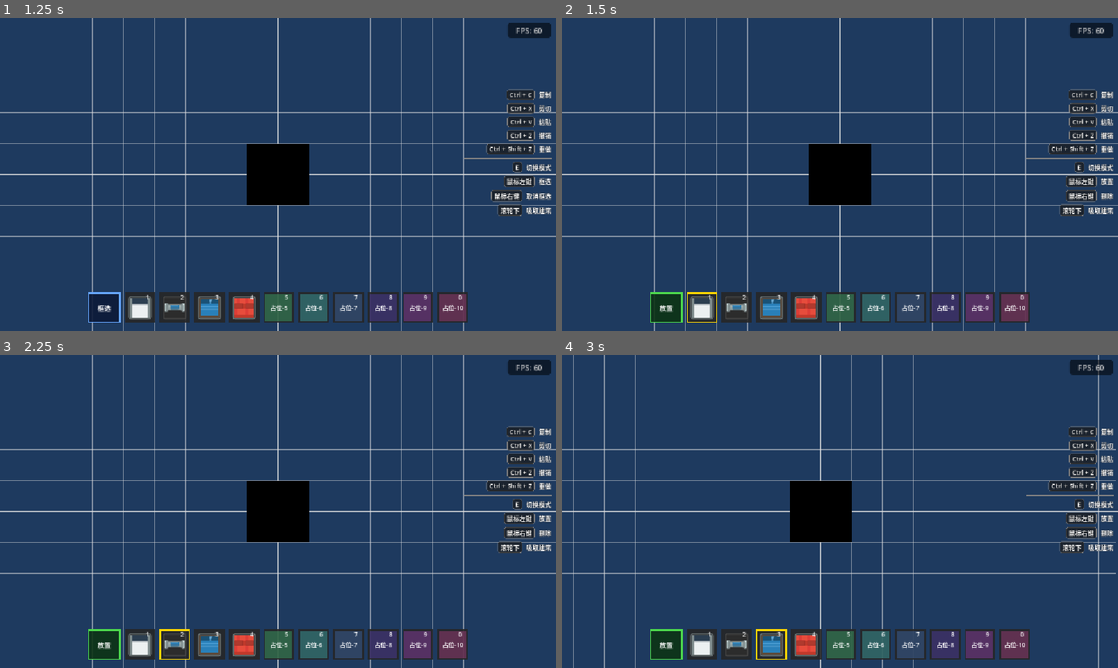
Above: before the commit, frames 1-4 (two rows, left to right).
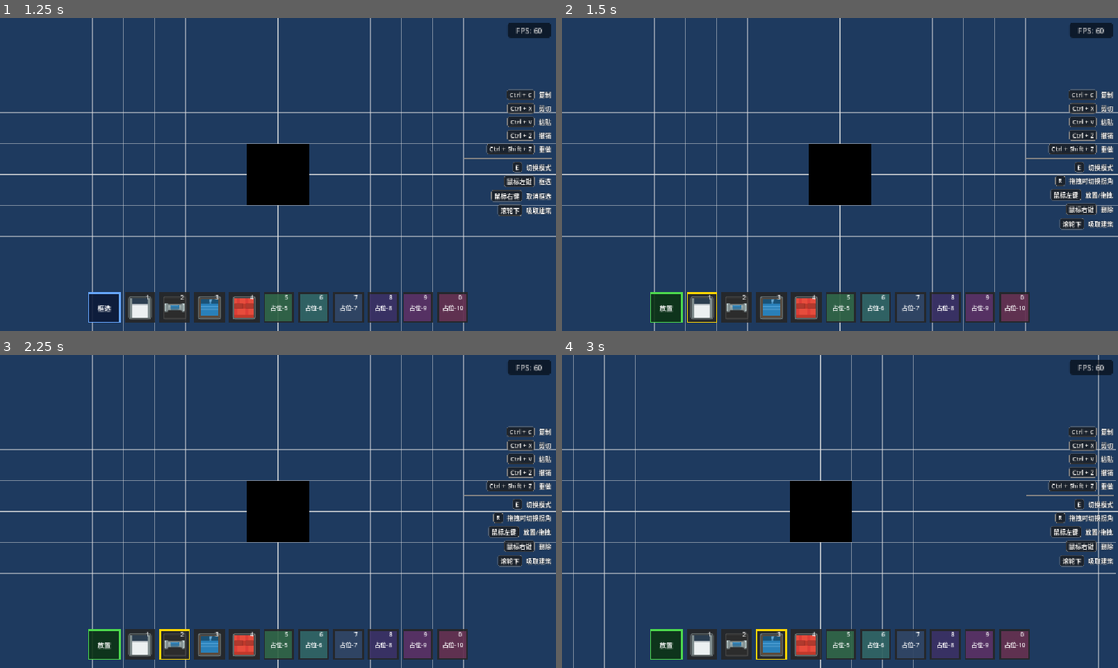
Above: after the commit, the same moments.

Repository: liuyun847/demo
Game: Godot game, scene res://scenes/main.tscn
The game is run twice, just before and just after one commit, with the same random seed, the same clock (stepped at 60 frames per second) and the same inputs.
Inputs (mouse positions are in pixels of both pictures, inside the frame that each line leads up to):
- Up to frame 1 (1.25 s): click "开始游戏" at 0.5 s
- Up to frame 2 (1.5 s): tap Enter at 1.25 s; drag from (701, 309) to (895, 105) at 1.27 s
- Up to frame 3 (2.25 s): tap Space at 2 s; drag from (172, 646) to (250, 574) at 2.02 s
- Up to frame 4 (3 s): tap Enter at 2.75 s; move the mouse to (773, 646) at 2.77 s; hold D (move_right) from 2.78 s (still down); hold R (rotate_clipboard) from 2.78 s (still down); click (773, 646) at 2.85 s

Frame 1 is identical in both runs. In frame 2, 1.2% of the frame differs, in the area x 87-100%, y 50-68%; in frame 3, 1.2%; in frame 4, 1.2%.

Commit message:
refactor(building): 添加L形格子生成工具并优化拖拽选择
1. 新增BuildingManager.get_l_cells方法生成L形路径格子，支持拐角方向配置
2. 更新按键绑定显示文本，将旋转功能描述改为"旋转/切换"
3. 重构拖拽选择逻辑，支持通过旋转按键切换L形拐角方向
4. 完善对应单元测试用例

Diff:
--- a/scripts/autoload/keybind_manager.gd
+++ b/scripts/autoload/keybind_manager.gd
@@ -18,7 +18,7 @@
 	"ui_paste": "粘贴",
 	"ui_undo": "撤销",
 	"ui_redo": "重做",
-	"rotate_clipboard": "粘贴时旋转",
+	"rotate_clipboard": "旋转/切换",
 }
 
 const COMBO_MODIFIER: Dictionary = {
--- a/scripts/building/building_manager.gd
+++ b/scripts/building/building_manager.gd
@@ -417,6 +417,22 @@
 
 	return cells
 
+static func get_l_cells(from_pos: Vector2i, to_pos: Vector2i, corner_first_horizontal: bool) -> Array[Vector2i]:
+	var cells: Array[Vector2i] = []
+	var corner: Vector2i
+	if corner_first_horizontal:
+		corner = Vector2i(to_pos.x, from_pos.y)
+	else:
+		corner = Vector2i(from_pos.x, to_pos.y)
+
+	var seg1 := get_line_cells(from_pos, corner)
+	var seg2 := get_line_cells(corner, to_pos)
+	cells.append_array(seg1)
+	for pos in seg2:
+		if pos != corner:
+			cells.append(pos)
+	return cells
+
 static func get_paste_line_anchors(from_pos: Vector2i, to_pos: Vector2i, unit_width: int, unit_height: int) -> Array[Vector2i]:
 	var anchors: Array[Vector2i] = []
 	var dx := to_pos.x - from_pos.x
--- a/scripts/grid/map_input_handler.gd
+++ b/scripts/grid/map_input_handler.gd
@@ -9,6 +9,8 @@
 
 var _last_hovered_grid: Vector2i = Vector2i(-99999, -99999)
 var _has_camera: bool = false
+var _drag_corner_first_horizontal: bool = true
+var _last_drag_grid: Vector2i = Vector2i.ZERO
 
 func _ready() -> void:
 	if not building_manager:
@@ -49,6 +51,16 @@
 	return not _is_building_placement_mode() and not _is_paste_mode()
 
 func _unhandled_input(event: InputEvent) -> void:
+	if event.is_action_pressed("rotate_clipboard") and not event.is_echo():
+		if _state_machine.current_state == _InputStateMachine.State.DRAGGING:
+			_drag_corner_first_horizontal = not _drag_corner_first_horizontal
+			var start_grid: Vector2i = _state_machine.context.get("start_grid", Vector2i.ZERO)
+			if start_grid != _last_drag_grid:
+				var cells: Array[Vector2i] = BuildingManager.get_l_cells(start_grid, _last_drag_grid, _drag_corner_first_horizontal)
+				building_manager.show_ghost(cells)
+			get_viewport().set_input_as_handled()
+			return
+
 	if not _has_camera:
 		return
 	var viewport: Viewport = get_viewport()
@@ -114,7 +126,8 @@
 		_InputStateMachine.State.DRAGGING:
 			var start_grid: Vector2i = _state_machine.context.get("start_grid", Vector2i.ZERO)
 			if grid_pos != start_grid:
-				var cells: Array[Vector2i] = BuildingManager.get_line_cells(start_grid, grid_pos)
+				_last_drag_grid = grid_pos
+				var cells: Array[Vector2i] = BuildingManager.get_l_cells(start_grid, grid_pos, _drag_corner_first_horizontal)
 				building_manager.show_ghost(cells)
 			viewport.set_input_as_handled()
 		_InputStateMachine.State.REMOVING:
@@ -184,7 +197,7 @@
 		var ctx: Dictionary = _state_machine.context
 		var start_grid: Vector2i = ctx.get("start_grid", Vector2i.ZERO)
 		var building_type: String = ctx.get("building_type", "default")
-		var cells: Array[Vector2i] = BuildingManager.get_line_cells(start_grid, grid_pos)
+		var cells: Array[Vector2i] = BuildingManager.get_l_cells(start_grid, grid_pos, _drag_corner_first_horizontal)
 		var placed: Dictionary = {}
 		for cell: Vector2i in cells:
 			if building_manager.place_building(cell, building_type):
--- a/scripts/ui/key_hints.gd
+++ b/scripts/ui/key_hints.gd
@@ -12,6 +12,7 @@
 var _right_click_desc: Label
 var _pipette_desc: Label
 var _rotate_row: HBoxContainer
+var _rotate_desc: Label
 
 @onready var _inventory_bar: InventoryBar = %InventoryBar
 
@@ -85,8 +86,8 @@
 	var key_label := _make_keycap("rotate_clipboard")
 	_rotate_row.add_child(key_label)
 
-	var desc := _make_desc("粘贴时旋转")
-	_rotate_row.add_child(desc)
+	_rotate_desc = _make_desc("粘贴时旋转")
+	_rotate_row.add_child(_rotate_desc)
 
 	_rotate_row.hide()
 	add_child(_rotate_row)
@@ -209,11 +210,13 @@
 		"paste":
 			_left_click_desc.text = "粘贴"
 			_right_click_desc.text = "取消粘贴"
+			_rotate_desc.text = "粘贴时旋转"
 			_rotate_row.show()
 		"place":
-			_left_click_desc.text = "放置"
+			_left_click_desc.text = "放置/拖拽"
 			_right_click_desc.text = "删除"
-			_rotate_row.hide()
+			_rotate_desc.text = "拖拽时切换拐角"
+			_rotate_row.show()
 		"select":
 			_left_click_desc.text = "框选"
 			_right_click_desc.text = "取消框选"
--- a/tests/unit/test_building_manager.gd
+++ b/tests/unit/test_building_manager.gd
@@ -103,6 +103,47 @@
 	assert_eq(cells.size(), 1, "单点应返回 1 个格子")
 	assert_eq(cells[0], Vector2i(2, 2))
 
+func test_get_l_cells_horizontal_then_vertical():
+	var cells = _BM.get_l_cells(Vector2i(0, 0), Vector2i(3, 2), true)
+	assert_eq(cells.size(), 6, "L形先横后纵: (0,0)→(3,2) 应有6格")
+	assert_eq(cells[0], Vector2i(0, 0), "起点应为 (0,0)")
+	assert_eq(cells[1], Vector2i(1, 0))
+	assert_eq(cells[2], Vector2i(2, 0))
+	assert_eq(cells[3], Vector2i(3, 0), "拐角应为 (3,0)")
+	assert_eq(cells[4], Vector2i(3, 1))
+	assert_eq(cells[5], Vector2i(3, 2), "终点应为 (3,2)")
+
+func test_get_l_cells_vertical_then_horizontal():
+	var cells = _BM.get_l_cells(Vector2i(0, 0), Vector2i(3, 2), false)
+	assert_eq(cells.size(), 6, "L形先纵后横: (0,0)→(3,2) 应有6格")
+	assert_eq(cells[0], Vector2i(0, 0), "起点应为 (0,0)")
+	assert_eq(cells[1], Vector2i(0, 1))
+	assert_eq(cells[2], Vector2i(0, 2), "拐角应为 (0,2)")
+	assert_eq(cells[3], Vector2i(1, 2))
+	assert_eq(cells[4], Vector2i(2, 2))
+	assert_eq(cells[5], Vector2i(3, 2), "终点应为 (3,2)")
+
+func test_get_l_cells_reverse():
+	var cells = _BM.get_l_cells(Vector2i(3, 2), Vector2i(0, 0), true)
+	assert_eq(cells.size(), 6, "反向L形先横后纵: (3,2)→(0,0) 应有6格")
+	assert_has(cells, Vector2i(0, 0))
+	assert_has(cells, Vector2i(0, 1))
+	assert_has(cells, Vector2i(0, 2))
+	assert_has(cells, Vector2i(1, 2))
+	assert_has(cells, Vector2i(2, 2))
+	assert_has(cells, Vector2i(3, 2))
+
+func test_get_l_cells_straight_line():
+	var cells_h = _BM.get_l_cells(Vector2i(0, 0), Vector2i(5, 0), true)
+	assert_eq(cells_h.size(), 6, "水平线L形退化为直线: 应有6格")
+	var cells_v = _BM.get_l_cells(Vector2i(0, 0), Vector2i(0, 5), false)
+	assert_eq(cells_v.size(), 6, "垂直线L形退化为直线: 应有6格")
+
+func test_get_l_cells_single_point():
+	var cells = _BM.get_l_cells(Vector2i(2, 2), Vector2i(2, 2), true)
+	assert_eq(cells.size(), 1, "单点L形: 应有1格")
+	assert_eq(cells[0], Vector2i(2, 2))
+
 func test_get_rect_cells():
 	var cells = _bm.get_rect_cells(Vector2i(1, 1), Vector2i(3, 3))
 	assert_eq(cells.size(), 9, "3x3 矩形应有 9 个格子")
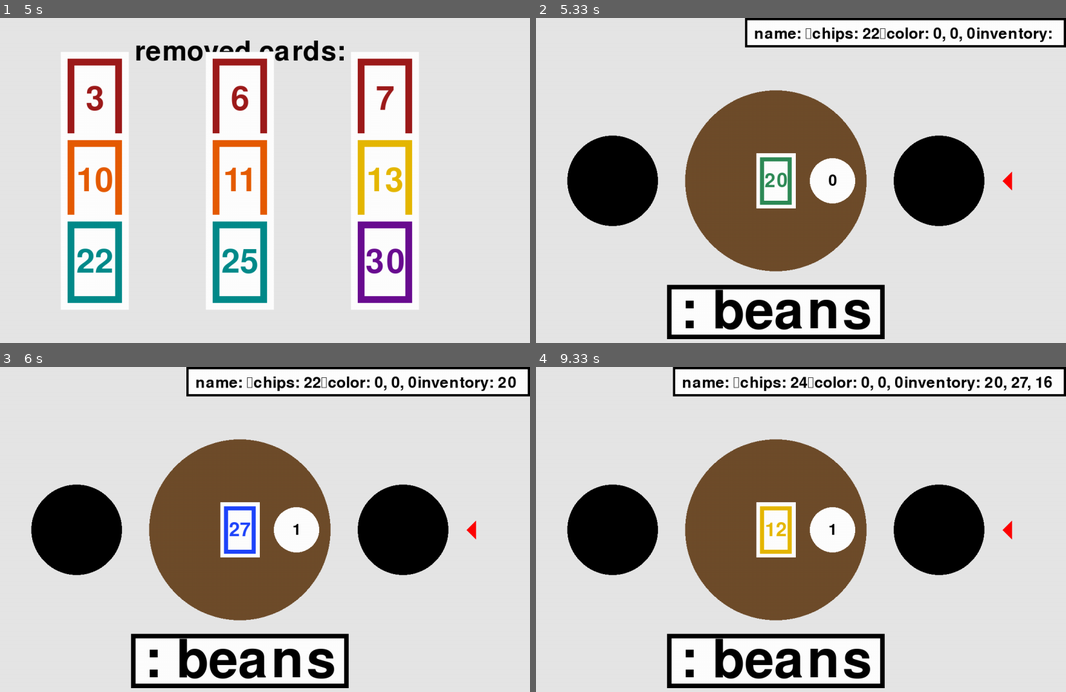
Above: before the commit, frames 1-4 (two rows, left to right).
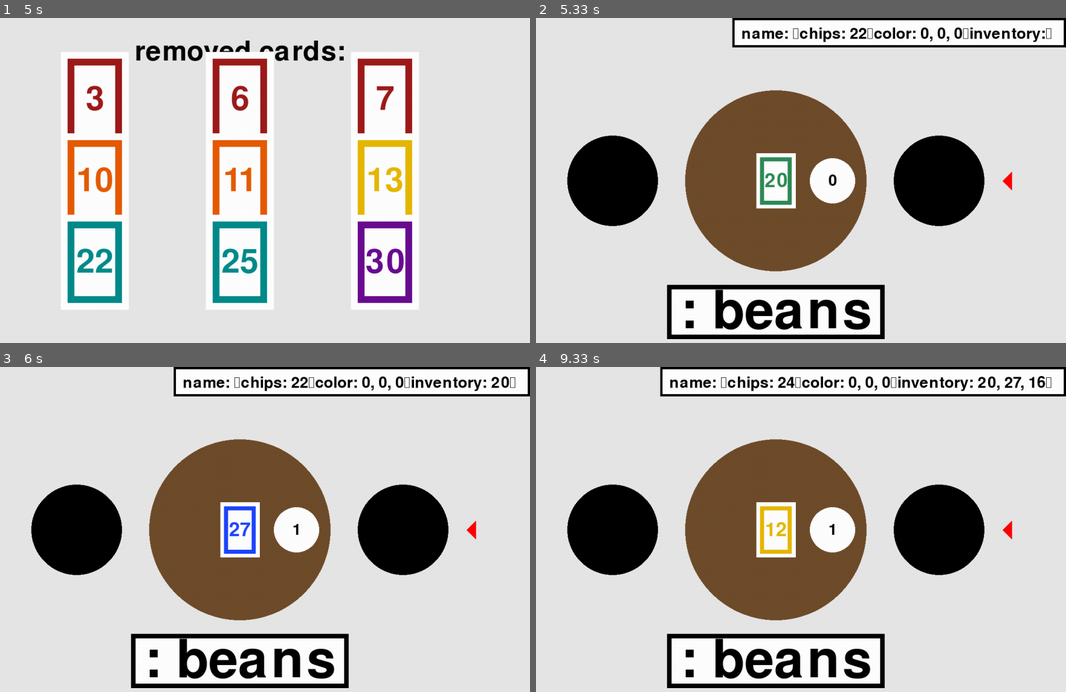
Above: after the commit, the same moments.

Repository: oliver-error/pygame-shenanigans
Game: pygame game, started from no_thanks/noThanksInterpreter.py
Same seed, same stepped clock (60 frames per second), same inputs: the game is played once before the commit and once after it.
Inputs:
- Up to frame 1 (5 s): no input
- Up to frame 2 (5.33 s): no input
- Up to frame 3 (6 s): hold Right 5.33-5.8 s; hold Right from 5.83 s (still down)
- Up to frame 4 (9.33 s): release Right at 6.38 s; hold Right 6.42-7.15 s; hold Right 7.18-8.05 s; hold Right 8.08-9.03 s; hold Right from 9.07 s (still down)

Frame 1 is identical in both runs. In frame 2, 1.5% of the frame differs, in the area x 36-98%, y 0-10%; in frame 3, 1.6%; in frame 4, 1.8%, in the area x 23-98%, y 0-10%.

Commit message:
slight modifications

Diff:
--- a/no_thanks/bot1.py
+++ /dev/null
@@ -1,25 +0,0 @@
-import no_thanks.noThanksInterpreterBotTest as I
-"""
-No thanks! competion bot base
-functions:
-    print()
-    - Used for if you wnat to put a message for your bot to say mid-turn (eg. for seeing its 'thinking' process)
-    - Dont print more than 200 chars on one turn (any non-alfanumeric charecter counts for 100)
-    - Dont print bad words/phrases
-    I.play(takeCard: bool, message: str=None)
-    - Done at the end of a turn if takeCard is true it will do the action of taking the current card
-    - If takeCard is false it will do the action of saying No thanks!, unless the bot has no chips to use
-    - message is an optional message you can put for your bot to 'say' when it runs this function, will print a generic message if not given
-    - Don't put bad words/phrases in message
-
-varibles:
-    I.chipsInPot - gets the number of chips in the pot (int)
-    I.currentCard - gets the current cards number (int)
-    I.botCount - gets the current amount of players (int)
-    I.botName - set a custom name for your bot also don't put bad words/phrases as your name (str)
-    I.botChips - the amount of chips your bot currently has (int)
-    I.botInventory - the current inventory of every card your bot has (list of ints)
-"""
-
-def run_turn():
-    I.play(False)
--- a/no_thanks/noThanksInterpreter.py
+++ b/no_thanks/noThanksInterpreter.py
@@ -199,6 +199,7 @@
             for card in value:
                 text += f"{card}, "
             text = text.rstrip(", ")
+            text += "\n"
         else:
             text += f"{key}: {value}\n"
     font = pygame.font.Font(None, 50)

- - -

#### [Work instruction]
In the material above, please find every line that includes the word "static" and copy it.

#### [Solution to the problem]
+static func get_l_cells(from_pos: Vector2i, to_pos: Vector2i, corner_first_horizontal: bool) -> Array[Vector2i]:
 static func get_paste_line_anchors(from_pos: Vector2i, to_pos: Vector2i, unit_width: int, unit_height: int) -> Array[Vector2i]:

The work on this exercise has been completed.